The extra pre-annealing treatment plays an important role in the CVD process to grow graphene of high purity. We investigated the influence of the pre-annealing time while the temperatures for pre-annealing and growth were maintained at 1000 °C. However, a nano-rod morphology, namely graphite nano-rods would appear on the nickel surface if the pre-annealing stage was inadequate. As shown in Fig. 3(a), two categories of Raman spectra corresponding to multilayer graphene (red color) and graphite nano-rods (blue color), were acquired simultaneously on samples pre-annealed for 6 min and grown for 10 min at 1000 °C. For the graphite nano-rods, merging peaks located at 1357 cm⁻¹ and 1600 cm⁻¹ were detected, which are attributed to the D and G peaks.^30,31

Fig. 3 (a) Raman spectra of the MLG and graphite nano-rods grown on a nickel film surface; SEM images of samples (b) pre-annealed for 6 min and grown for 10 min, (c) pre-annealed for 6 min and grown for 6 min, (d) pre-annealed for 10 min and grown for 10 min.
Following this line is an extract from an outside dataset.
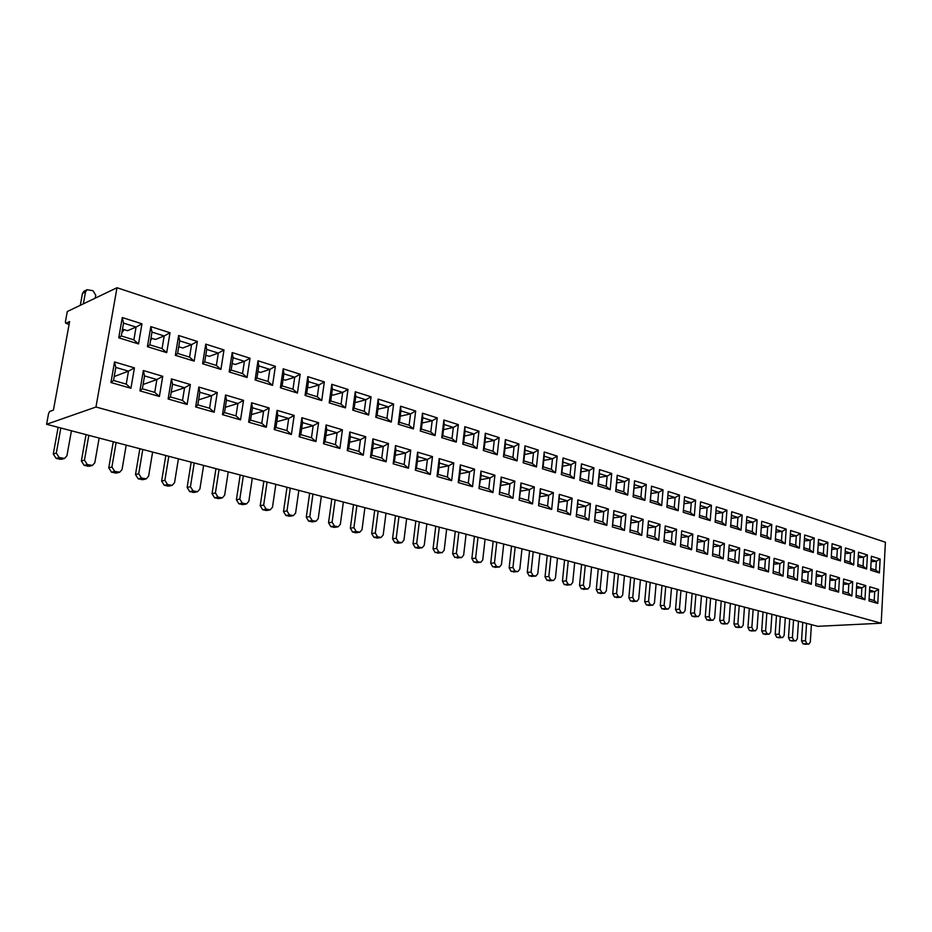 <?xml version="1.0" encoding="UTF-8"?>
<svg xmlns="http://www.w3.org/2000/svg" width="932" height="932" viewBox="0 0 932 932"><rect width="100%" height="100%" fill="white"/><g stroke="black" fill="none" stroke-linecap="round" stroke-linejoin="round"><path stroke-width="1.4" d="M69.108 324.336L65.823 323.322L69.62 321.552L53.427 410.103L49.652 411.478L48.569 413.54L46.6 424.281L95.973 407.016L881.194 623.217L885.4 542.214L117.001 287.732L95.973 407.016M871.222 559.619L876.313 561.227L871.117 561.681M875.835 570.069L879.4 572.912L870.651 570.209L871.408 556.241L880.134 559.014L876.313 561.227L875.835 570.069L870.744 568.485M880.134 559.014L879.4 572.912M868.997 600.907L869.754 586.799L878.538 589.408L877.793 603.435L868.997 600.907M858.523 552.14L867.401 554.959L866.644 568.974L857.743 566.225L858.523 552.14M856.007 597.156L856.811 582.943L865.735 585.599L864.966 599.742L856.007 597.156M845.429 547.958L854.458 550.835L853.665 564.955L844.602 562.159L845.429 547.958M842.796 593.358L843.623 579.017L852.71 581.719L851.906 595.979L842.796 593.358M832.09 543.717L841.281 546.641L840.454 560.878L831.228 558.023L832.09 543.717M829.34 589.478L830.214 575.021L839.464 577.782L838.614 592.146L829.34 589.478M818.517 539.383L827.872 542.366L827.01 556.719L817.62 553.818L818.517 539.383M815.651 585.529L816.56 570.955L825.973 573.763L825.088 588.255L815.651 585.529M804.7 534.98L814.23 538.02L813.321 552.49L803.768 549.542L804.7 534.98M801.706 581.521L802.662 566.819L812.238 569.673L811.318 584.282L801.706 581.521M790.639 530.506L800.332 533.593L799.388 548.179L789.66 545.173L790.639 530.506M787.517 577.432L788.507 562.602L798.258 565.514L797.303 580.252L787.517 577.432M776.309 525.939L786.189 529.085L785.198 543.799L775.296 540.735L776.309 525.939M773.059 573.262L774.084 558.315L784.022 561.274L783.031 576.139L773.059 573.262M761.724 521.291L771.789 524.495L770.752 539.337L760.663 536.215L761.724 521.291M758.333 569.021L759.405 553.946L769.529 556.963L768.492 571.945L758.333 569.021M746.87 516.561L757.11 519.823L756.038 534.782L745.763 531.613L746.87 516.561M743.328 564.699L744.447 549.496L754.757 552.56L753.673 567.681L743.328 564.699M731.725 511.726L742.163 515.058L741.045 530.157L730.572 526.918L731.725 511.726M728.043 560.295L729.208 544.952L739.717 548.086L738.587 563.336L728.043 560.295M716.3 506.81L726.937 510.2L725.772 525.427L715.1 522.13L716.3 506.81M712.467 555.81L713.679 540.327L724.385 543.519L723.209 558.897L712.467 555.81M700.573 501.8L711.419 505.26L710.207 520.615L699.326 517.26L700.573 501.8M696.588 551.231L697.847 535.62L708.763 538.871L707.539 554.389L696.588 551.231M684.554 496.698L695.598 500.216L694.34 515.722L683.249 512.285L684.554 496.698M680.395 546.571L681.711 530.809L692.837 534.129L691.567 549.787L680.395 546.571M668.209 491.49L679.475 495.078L678.158 510.713L666.858 507.229L668.209 491.49L667.929 495.311L675.094 497.572L679.475 495.078M663.887 541.818L665.25 525.916L676.597 529.294L675.281 545.092L663.887 541.818L664.982 529.667L672.205 531.811L664.714 532.708M651.55 486.178L663.036 489.848L661.673 505.622L650.14 502.057L651.55 486.178L651.293 490.046L658.609 492.364L663.036 489.848M647.053 536.96L648.474 520.918L660.042 524.367L658.668 540.304L647.053 536.96L648.229 524.728L655.592 526.895L647.95 527.862M634.552 480.772L646.272 484.5L644.851 500.426L633.084 496.791L634.552 480.772L634.342 484.687L641.798 487.04L646.272 484.5M629.881 532.009L631.36 515.815L643.162 519.334L641.729 535.422L629.881 532.009L631.15 519.672L638.665 521.897L630.859 522.91M617.205 475.238L629.17 479.048L627.69 495.113L615.691 491.409L617.205 475.238L617.042 479.211L624.65 481.623L629.17 479.048M612.359 526.964L613.885 510.62L625.931 514.208L624.44 530.448L612.359 526.964L613.722 514.534L621.388 516.794L613.407 517.877M599.521 469.612L611.718 473.491L610.18 489.708L597.948 485.922L599.521 469.612L599.381 473.631L607.151 476.089L611.718 473.491M594.476 521.815L596.072 505.319L608.363 508.977L606.802 525.368L594.476 521.815L595.944 509.28L603.761 511.586L595.606 512.74M581.463 463.856L593.917 467.817L592.321 484.186L579.821 480.33L581.463 463.856L581.37 467.934L589.304 470.439L593.917 467.817M576.221 516.561L577.875 499.902L590.422 503.63L588.803 520.184L576.221 516.561L577.793 503.909L585.774 506.274L577.432 507.497M563.033 457.985L575.743 462.027L574.089 478.547L561.332 474.609L563.033 457.985L562.986 462.109L571.083 464.672L575.743 462.027M557.581 511.19L559.305 494.368L572.12 498.189L570.431 514.895L557.581 511.19L559.27 498.434L567.413 500.845L558.885 502.162M544.218 451.985L557.196 456.121L555.472 472.804L542.447 468.773L544.218 451.985L544.218 456.179L552.478 458.789L557.196 456.121M538.556 505.703L540.339 488.729L553.422 492.62L551.674 509.489L538.556 505.703L540.35 492.853L548.668 495.311L539.943 496.709M525.007 445.857L538.265 450.086L536.471 466.92L523.167 462.808L525.007 445.857L525.054 450.109L533.488 452.777L538.265 450.086M519.112 500.1L520.976 482.962L534.339 486.935L532.522 503.967L519.112 500.1L521.035 487.145L529.527 489.65L520.592 491.141M505.377 439.613L518.914 443.923L517.05 460.921L503.466 456.727L505.377 439.613L505.47 443.923L514.091 446.649L518.914 443.923M499.261 494.379L501.195 477.067L514.837 481.133L512.95 498.329L499.261 494.379L501.3 481.308L509.979 483.883L500.834 485.467M485.327 433.217L499.156 437.632L497.222 454.793L483.335 450.505L485.327 433.217L485.467 437.597L494.275 440.382L499.156 437.632M478.966 488.543L480.97 471.044L494.915 475.203L492.958 492.574L478.966 488.543L481.133 475.355L490.011 477.976L480.632 479.677M464.835 426.693L478.966 431.19L476.963 448.537L462.773 444.145L464.835 426.693L465.033 431.132L474.027 433.974L478.966 431.19M458.229 482.566L460.315 464.893L474.563 469.146L472.536 486.679L458.229 482.566L459.196 480.469L460.525 469.262L469.6 471.942L459.989 473.759M443.888 420.017L458.334 424.619L456.249 442.129L441.745 437.644L443.888 420.017L444.145 424.514L453.336 427.427L458.334 424.619M437.015 476.45L439.193 458.614L453.768 462.948L451.647 480.667L437.015 476.45L438.087 474.365L439.461 463.041L448.735 465.779L438.89 467.724M422.476 413.191L437.248 417.897L435.081 435.582L420.25 431.003L422.476 413.191L422.79 417.769L432.192 420.74L437.248 417.897M415.334 470.206L417.594 452.183L432.495 456.61L430.293 474.516L415.334 470.206L416.488 468.12L417.92 456.68L427.404 459.476L417.303 461.561M400.574 406.212L415.684 411.024L413.424 428.895L398.255 424.211L400.574 406.212L400.946 410.861L410.558 413.901L415.684 411.024M393.164 463.821L395.506 445.601L410.744 450.144L408.461 468.225L393.164 463.821L394.411 461.724L395.89 450.168L405.595 453.034L395.238 455.27M378.171 399.082L393.63 403.999L391.289 422.056L375.771 417.256L378.171 399.082L378.613 403.789L388.446 406.9L393.63 403.999M370.47 457.286L372.905 438.879L388.493 443.515L386.128 461.794L370.47 457.286L371.81 455.189L373.359 443.515L383.285 446.44L372.649 448.851M371.064 396.811L368.629 415.055L352.75 410.138L355.255 391.778L371.064 396.811L365.822 399.746L364.261 411.35L368.629 415.055M347.252 450.587L349.78 431.994L365.74 436.735L363.27 455.212L347.252 450.587L348.696 448.502L350.304 436.7L360.451 439.694L349.535 442.281M347.986 389.46L345.446 407.89L329.194 402.869L331.792 384.299L347.986 389.46L342.661 392.419L341.042 404.15L345.446 407.89M323.474 443.748L326.107 424.945L342.44 429.803L339.877 448.467L323.474 443.748L325.035 441.652L326.701 429.722L337.093 432.798L325.874 435.582M324.348 381.922L321.726 400.55L305.079 395.413L307.781 376.645L324.348 381.922L318.965 384.928L317.288 396.776L321.726 400.55M299.137 436.735L301.875 417.722L318.593 422.709L315.936 441.57L299.137 436.735L300.803 434.638L302.539 422.592L313.175 425.726L301.653 428.732M300.162 374.221L297.425 393.048L280.381 387.782L283.188 368.816L300.162 374.221L294.71 377.25L292.963 389.227L297.425 393.048M274.206 429.547L277.049 410.336L294.174 415.439L291.413 434.51L274.206 429.547L275.988 427.462L277.794 415.276L288.687 418.491L276.839 421.742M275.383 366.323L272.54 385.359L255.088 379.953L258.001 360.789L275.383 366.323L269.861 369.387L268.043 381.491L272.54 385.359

As the SEM image in Fig. 3(b) shows, the nickel film pre-annealed for 6 minutes and grown for 10 minutes at 1000 °C is covered with graphite nano-rod clusters. Long rods gathering around the grain boundaries and particles of different sizes on the grain surface are found on the nickel film. The growth of the graphite nano-rods can be further observed by decreasing the growth time to 6 minutes, as shown in Fig. 3(c). This resulted in anomalous granules distributed along the grain-boundaries, and numerous much smaller tiny spots spread over the grain surfaces at the early stage. However, none of the graphite nano-rods can be found on the nickel surface any more as the pre-annealing time increases to 10 minutes, as shown in Fig. 3(d). Additionally, energy dispersive spectrometer (EDS) analyses were carried out to verify the nature of the nano-rod cluster, indicating that the cluster (A) has a higher percentage of carbon, and a corresponding lower percentage of nickel than the other area (B), as shown in Fig. 4. It is concluded that the increase in the pre-annealing time effectively prevents the unpredicted growth of graphite nano-rods on the nickel film surface.

Fig. 4 The EDS results evaluated from the areas (A) with and (B) without graphite nano-rods on a nickel film pre-annealed for 6 min and grown for 10 min.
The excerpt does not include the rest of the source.